Report from the Chair: July/August 2022

It has been a hectic month, including a wildcat strike that disrupted service for Juneteenth/Father’s Day weekend, with almost 500 engineers calling out, some 300 trains cancelled, and thousands of passengers scrambling to make alternate plans. NJ Transit filed a request for an injunction (on Friday) but did little to help passengers caught up in the mobility disaster. Shutting down all cross-Hudson trains for hours—virtually the entire system, and not even opening phone lines to assist routine rail riders with alternative options—shows a lack of concern for customers that is simply not acceptable.

Member Joe Clift pointed out that NJ Transit is making itself nonessential, which is a problem for many, but a disaster for those who depend for all their transportation needs on public transit (especially if taxis and car services are out of economic range, as witness the Paterson-bound passenger quoted in The New York Times as looking at a $110 Uber ride). Joe pointed out that, in his days as a LIRR manager, the culture was very different from that of today’s agencies: there, culture was analogous to the theatre’s famous “show must go on” attitude: the highest priority of everyone was that the trains run, regardless of weather conditions or other obstacles.

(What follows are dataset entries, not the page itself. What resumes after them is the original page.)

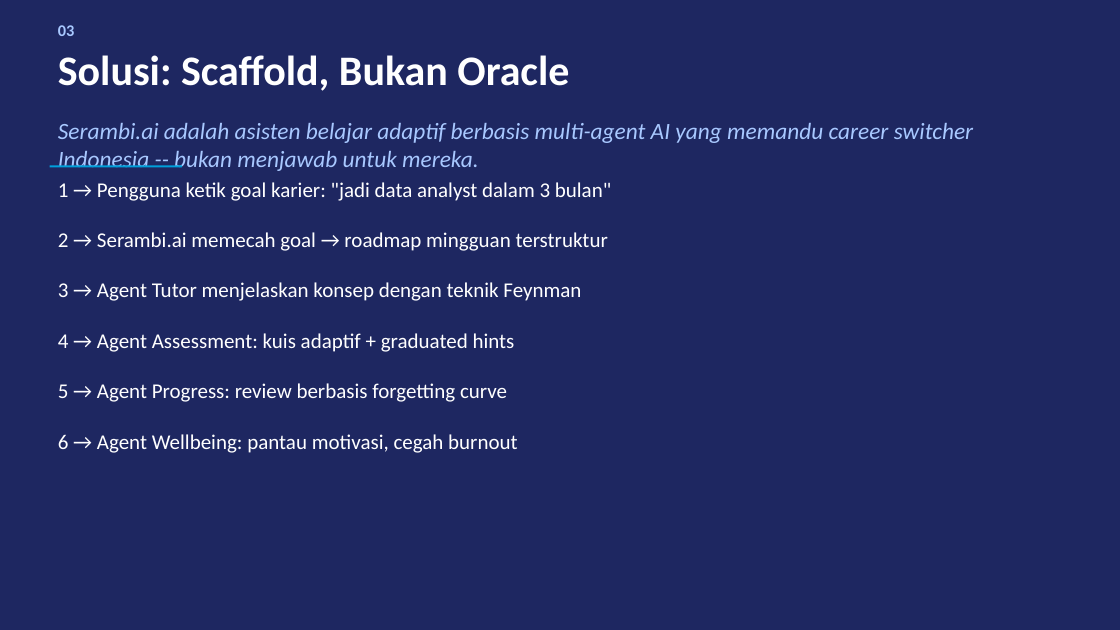
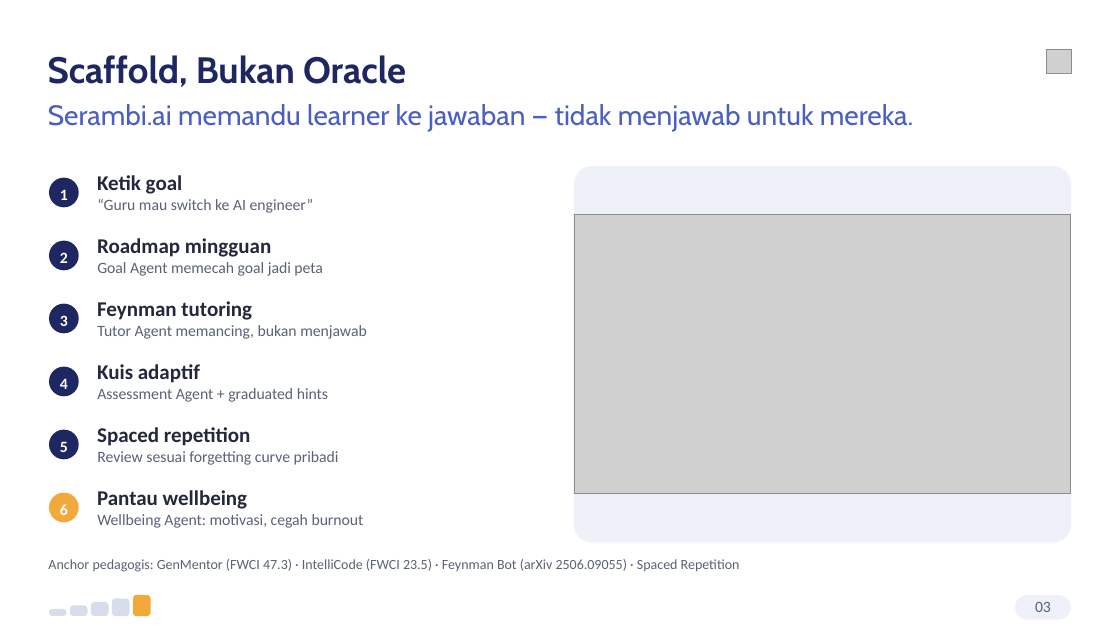
Before and after one commit to mmuchsin/serambi-ai, a slide deck: slide 3 of slides/serambi-pitch-deck.pptx. Drawn at 1120x630 pixels with LibreOffice and Linux fonts; fonts in the diff are those of the drawing; grey boxes stand for pictures. Boxes give left, top, right and bottom in pixels: in the first picture for what was removed or moved away, otherwise in the second. Text is boxed around its words. In the diff, an @@ line names an element or a change of style, - is before the commit and + after.

```diff
--- a/slides/serambi-pitch-deck.pptx
+++ b/slides/serambi-pitch-deck.pptx
@@ background #1E2761 to #FFFFFF @@
@@ text at box(48, 55, 406, 87): text changed; size 36 to 31.5 pt; font Calibri to Cabin; text colour #FFFFFF to #1E2761 @@
-Solusi: Scaffold, Bukan Oracle
+Scaffold, Bukan Oracle
@@ picture added at box(1047, 49, 1071, 73) @@
@@ text at box(48, 104, 913, 131): text changed; size 20 to 24 pt; font Calibri to Cabin; text colour #A8C8FF to #4A5FC1; italic off @@
-Serambi.ai adalah asisten belajar adaptif berbasis multi-agent AI yang memandu career switcher Indonesia -- bukan menjawab untuk mereka.
+Serambi.ai memandu learner ke jawaban — tidak menjawab untuk mereka.
@@ rectangle removed at box(50, 166, 181, 167) @@
@@ rounded rectangle added at box(574, 166, 1071, 543), fill #EEF1F9 @@
@@ text removed at box(58, 182, 611, 452) @@
-1 → Pengguna ketik goal karier: "jadi data analyst dalam 3 bulan"
-2 → Serambi.ai memecah goal → roadmap mingguan terstruktur
-3 → Agent Tutor menjelaskan konsep dengan teknik Feynman
-4 → Agent Assessment: kuis adaptif + graduated hints
-5 → Agent Progress: review berbasis forgetting curve
-6 → Agent Wellbeing: pantau motivasi, cegah burnout
@@ group added at box(49, 175, 314, 213): 3 texts, 1 ellipse @@
+1
+Ketik goal
+“Guru mau switch ke AI engineer”
@@ picture added at box(574, 214, 1070, 493) @@
@@ group added at box(49, 238, 323, 276): 3 texts, 1 ellipse @@
+2
+Roadmap mingguan
+Goal Agent memecah goal jadi peta
@@ group added at box(49, 301, 367, 339): 3 texts, 1 ellipse @@
+3
+Feynman tutoring
+Tutor Agent memancing, bukan menjawab
@@ group added at box(49, 364, 328, 402): 3 texts, 1 ellipse @@
+4
+Kuis adaptif
+Assessment Agent + graduated hints
@@ group added at box(49, 427, 339, 465): 3 texts, 1 ellipse @@
+5
+Spaced repetition
+Review sesuai forgetting curve pribadi
@@ group added at box(49, 490, 364, 528): 3 texts, 1 ellipse @@
+6
+Pantau wellbeing
+Wellbeing Agent: motivasi, cegah burnout
@@ text added at box(48, 559, 740, 572), 12 pt, text #5A6178 @@
+Anchor pedagogis: GenMentor (FWCI 47.3) · IntelliCode (FWCI 23.5) · Feynman Bot (arXiv 2506.09055) · Spaced Repetition
@@ group added at box(49, 595, 1071, 619): 6 rounded rectangles @@
@@ text "03": place and size @@
-text "03" at box(58, 25, 75, 36)
+text "03" at box(1035, 602, 1051, 612)
@@ text "03" at box(1035, 602, 1051, 612): size 14 to 13.5 pt, text colour #A8C8FF to #5A6178, bold off; alignment left to centre @@
```
Also in this commit, not shown: 9 other slides changed, 1 slide added, 1 slide removed, 13 other files.
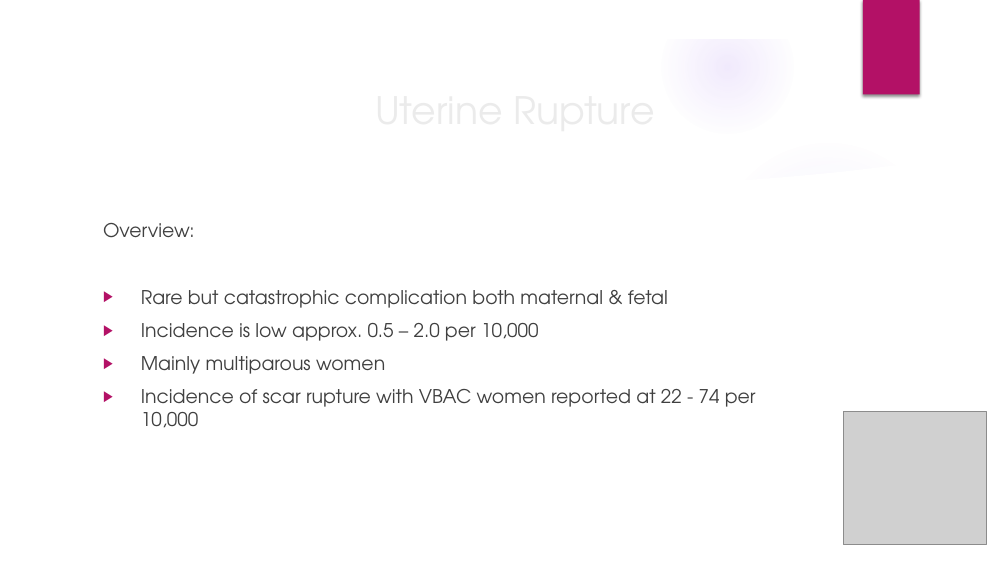
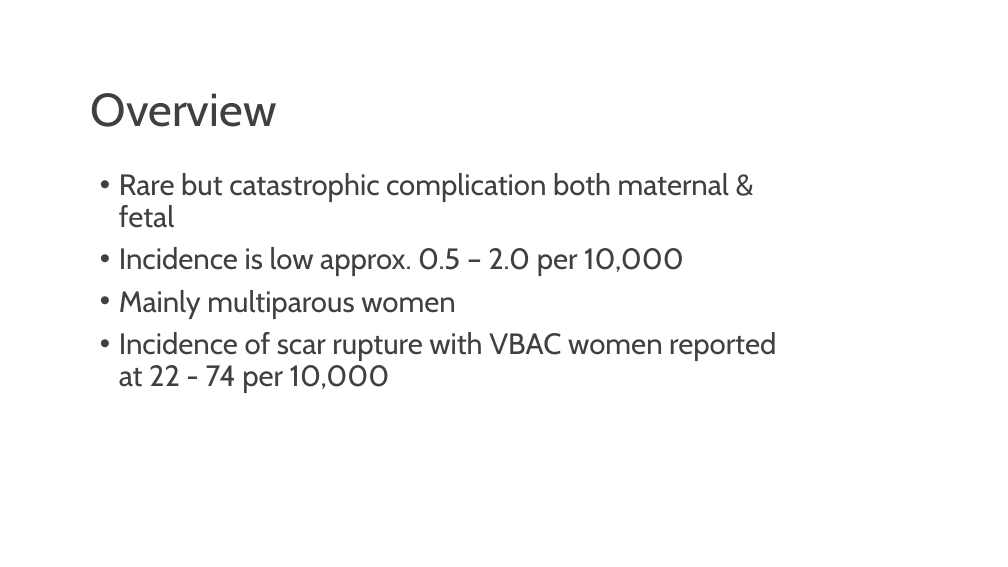
Before and after one commit to matt-thorpe87/mep, a slide deck: slide 3 of docs/assets/presentations/uterine-rupture.pptx. Drawn at 1008x567 pixels with LibreOffice and Linux fonts; fonts in the diff are those of the drawing; grey boxes stand for pictures; background and template pictures are left out. Boxes give left, top, right and bottom in pixels: in the first picture for what was removed or moved away, otherwise in the second. Text is boxed around its words. In the diff, an @@ line names an element or a change of style, - is before the commit and + after.

```diff
--- a/docs/assets/presentations/uterine-rupture.pptx
+++ b/docs/assets/presentations/uterine-rupture.pptx
@@ group removed at box(0, 0, 1008, 567): 4 ellipses, 3 freeform shapes @@
@@ rectangle removed at box(863, 0, 920, 95) @@
@@ title added at box(91, 93, 277, 127), 44 pt, text #404040 @@
+Overview
@@ text "Rare but catastrophic complication both ...": place and size @@
-text "Rare but catastrophic complication both ..." at box(103, 223, 756, 428)
+text "Rare but catastrophic complication both ..." at box(119, 173, 776, 393)
@@ text "Rare but catastrophic complication both ..." at box(119, 173, 776, 393): size 18 to 28 pt, font TeX Gyre Adventor to Cabin; bullet ▶ to •; line spacing 1 to 0.9 @@
@@ text at box(103, 223, 195, 238): paragraph removed @@
-Overview:
@@ title removed at box(306, 389, 371, 407) @@
-Uterine Rupture
@@ picture removed at box(843, 412, 987, 545) @@
```
Also in this commit, not shown: 13 other slides changed, 3 other files.

Last week, NJ Transit hosted an Accessibility Forum; though first described as in-person, later invitations made clear that it was a virtual- first event, with only limited seating in the Newark headquarters board room. What a mess! If the third-largest regional rail agency in the country cannot run a simple Microsoft Teams meeting, then how can they possibly run such a complex system of trains and buses? Read more in this issue.

Speaking of accessibility, we took our first Coalition inspection run in recent memory on May 20, a trip to Hackettstown, and there is a report on that trip in this issue as well.